There are issues with the percentage of capacity solution if they use the currently-available tools for implementing such. Adding a multiplier to MassCap on each component has the issue of stacking additively with every hull capacity bonus you have; a drive that has a -10% MassCap "bonus" which gets added to a ship will change the ship's maximum capacity by 10% of the base hull capacity rather than the current hull capacity, and while 25/50/75/100/250 for Tiny/Small/Medium/Large/Huge isn't the hardest thing in the world to remember, it can look kind of odd seeing a component which supposedly reduces hull capacity by 10% only reduce the actual hull capacity by, say, 5% since you have +100% hull capacity through technology, Hyperion Shrinkers, Helios Ore, and events, with each subsequent drive component costing relatively more of the current hull capacity, and there's also the rounding issue in the display with fractional hull capacities and hull capacity requirements. Adding a MovesCapMass multiplier to each of the hulls which makes drive components require a more or less constant fraction of the hull capacity has odd interactions with the techs reducing drive capacity requirements (if implemented as no modifier on tiny, +100% on small, +200% on medium, +300% on large, and +900% on huge, a 10% drive capacity requirement reduction from techs matters a lot on tiny hulls but almost not at all on huge hulls) and also requires a MovesCapManufacturingCost multiplier to keep production costs relative to the overall cost of the ship similar, and the addition of a MovesCapMaintenance variable would be useful to keep the drive upkeep relative to total ship upkeep constant and moreover to allow the drive upkeep to be increased for larger ships without also increasing the upkeep for all the other components on the ships, and if you had wanted the drive requirements relative to total ship capacity to remain constant even as hull capacity increases with tech, events, Helios Ore, and Hyperion Shrinkers, you'd need to add at least a MovesCapMass penalty to all of the things which affect hull capacity (and, as with the techs providing a reduction in MovesCapMass, you'd have issues where a bonus that matters a lot on a Tiny hull would have very little impact on a Huge hull).

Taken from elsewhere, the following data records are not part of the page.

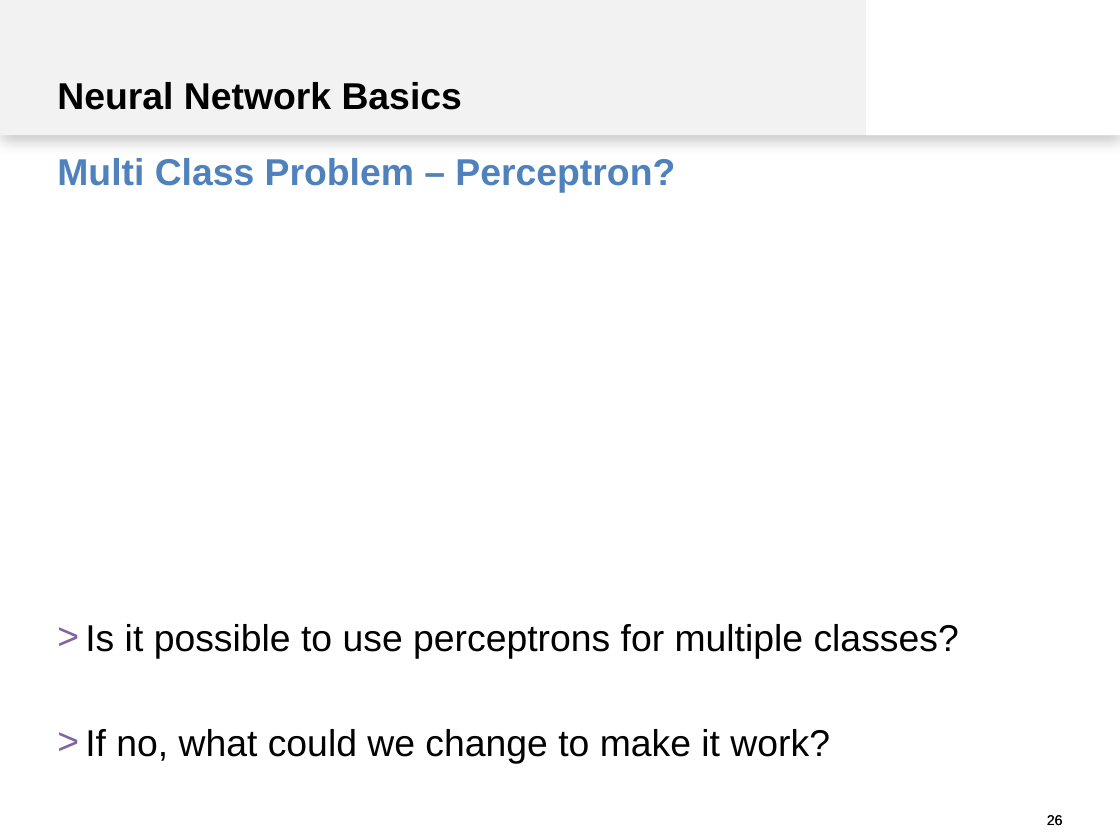
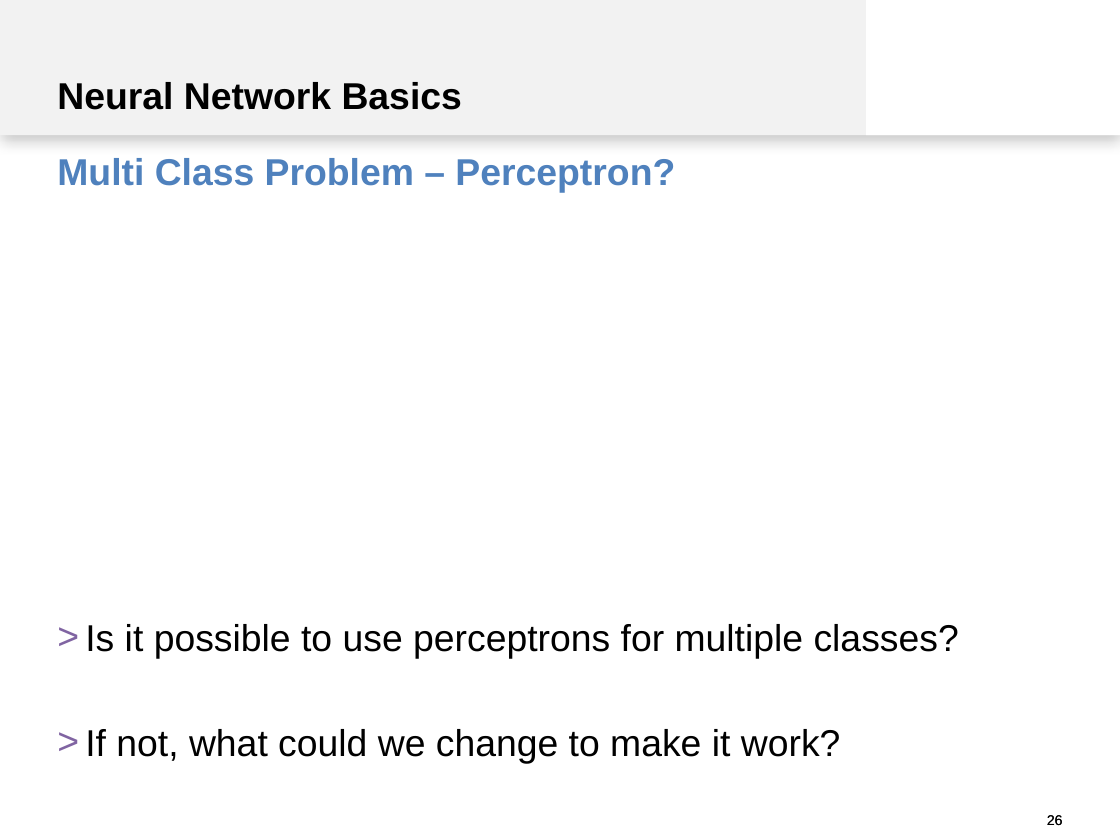
Before and after one commit to spinfo/LSS_DLwithText, a slide deck: slide 26 of docs/introduction.pptx. Drawn at 1120x840 pixels with LibreOffice and Linux fonts; fonts in the diff are those of the drawing. Boxes give left, top, right and bottom in pixels: in the first picture for what was removed or moved away, otherwise in the second. Text is boxed around its words. In the diff, an @@ line names an element or a change of style, - is before the commit and + after.

```diff
--- a/docs/introduction.pptx
+++ b/docs/introduction.pptx
@@ text at (85, 729, 841, 764): text changed @@
-> If no, what could we change to make it work?
+> If not, what could we change to make it work?
```
Also in this commit, not shown: 8 other slides changed, 1 slide added.
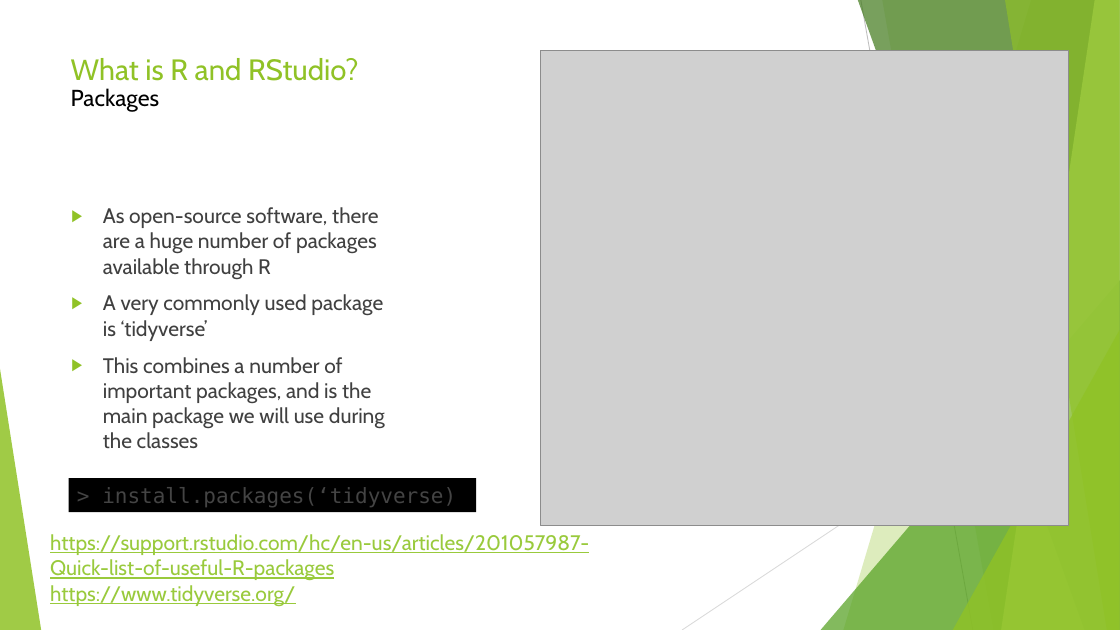
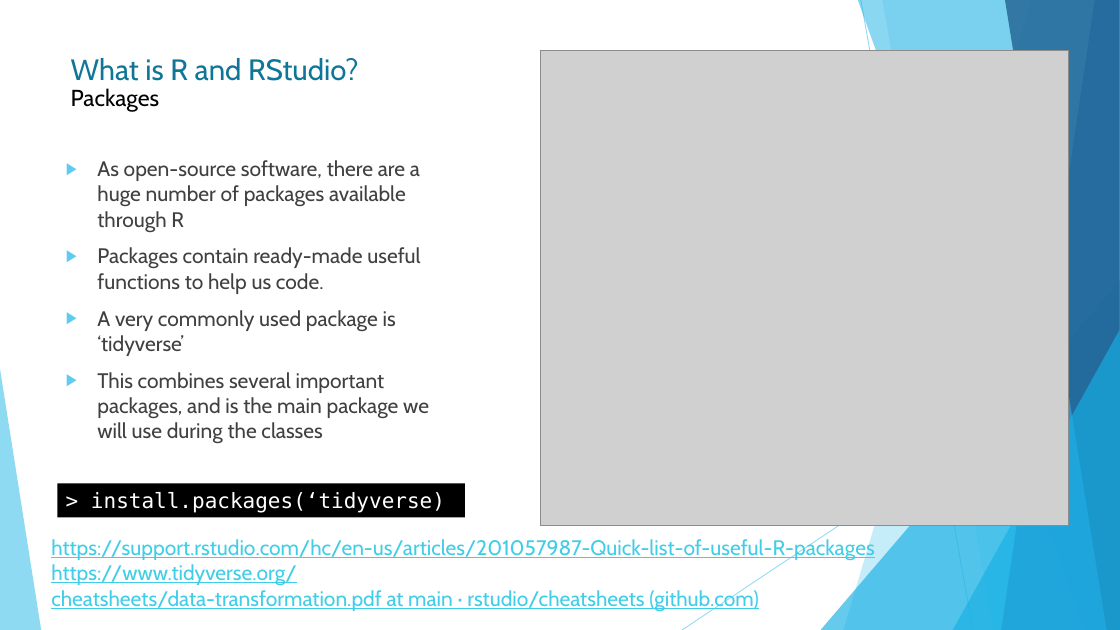
Before and after one commit to DCS-training/IntroToRAndRStudio, a slide deck: slide 7 of 2024/Introduction to R and RStudio.pptx. Drawn at 1120x630 pixels with LibreOffice and Linux fonts; fonts in the diff are those of the drawing; grey boxes stand for pictures. Boxes give left, top, right and bottom in pixels: in the first picture for what was removed or moved away, otherwise in the second. Text is boxed around its words. In the diff, an @@ line names an element or a change of style, - is before the commit and + after.

```diff
--- a/2024/Introduction to R and RStudio.pptx
+++ b/2024/Introduction to R and RStudio.pptx
@@ freeform shape at (844,0,1120,630): fill #90C226 at 30% opacity to #5FCBEF at 36% opacity @@
@@ freeform shape at (858,0,1120,630): fill #3F7819 at 70% opacity to #17B0E4 at 50% opacity @@
@@ line (861, 0) - (973, 630): stroke #BFBFBF 0.75 pt to #5FCBEF 0.75 pt @@
@@ freeform shape at (882,0,1120,630): fill #90C226 at 20% opacity to #5FCBEF at 20% opacity @@
@@ freeform shape at (1002,0,1120,630): fill #C0E474 at 70% opacity to #2E83C3 at 70% opacity @@
@@ freeform shape at (1005,0,1120,630): fill #90C226 at 65% opacity to #226292 at 80% opacity @@
@@ title "What is R and RStudio? ..." at (71,58,358,112): text colour #90C226 to #0F7698 in "What is R and RStudio?" @@
@@ text "As open-source software, there are ...": place and size @@
-text "As open-source software, there are ..." at (103,207,385,448)
+text "As open-source software, there are ..." at (97,160,429,444)
@@ text at (97,160,420,356): bullet colour #90C226 to #5FCBEF @@
@@ text at (97,247,420,294): paragraph added @@
+▶ Packages contain ready-made useful functions to help us code.
@@ triangle at (821,280,1120,630): fill #54A021 at 72% opacity to #17B0E4 at 66% opacity @@
@@ line (1120, 339) - (682, 630): stroke #D9D9D9 0.75 pt to #5FCBEF 0.75 pt @@
@@ triangle at (953,330,1120,630): fill #90C226 at 80% opacity to #17B0E4 at 66% opacity @@
@@ triangle at (0,369,41,630): fill #90C226 at 85% opacity to #5FCBEF at 70% opacity @@
@@ text at (97,372,429,444): text changed @@
-▶ This combines a number of important packages, and is the main package we will use during the classes
+▶ This combines several important packages, and is the main package we will use during the classes
@@ rectangle "> install.packages(‘tidyverse)": place and size @@
-rectangle "> install.packages(‘tidyverse)" at (69,478,476,512)
+rectangle "> install.packages(‘tidyverse)" at (57,484,465,518)
@@ rectangle "> install.packages(‘tidyverse)" at (57,484,465,518): text colour #444444 to #FFFFFF @@
@@ text at (51,537,874,585): text colour #99CA3C to #3FCDE7 in "https://support.rstudio.com/hc/en-us/articles/201057987-Quic ...", "https://www.tidyverse.org/" @@
@@ text at (51,588,758,612): paragraph added @@
+cheatsheets/data-transformation.pdf at main · rstudio/cheatsheets (github.com)
```
Also in this commit, not shown: 8 other slides changed, 1 slide added, 1 slide removed.

As I understand things, the 'percentage of capacity' thing is not decreasing the performance or increasing the cost of additional engines. Rather, it's making each component require ~X% of the ship's hull capacity, or perhaps a flat X capacity + Y% of the ship's maximum capacity. I.e. you'd have a drive which requires, say, 10 capacity + 10% of the hull capacity, for a total of 12.5 capacity on a Tiny hull, 15 capacity on a Small hull, 17.5 capacity on a Medium hull, 20 capacity on a Large hull, and 35 capacity on a Huge hull. Additional components would continue to require those same capacities. This is not a diminishing returns system; it is simply a system which keeps the drive costs relative to hull capacity somewhat more similar across hull classes.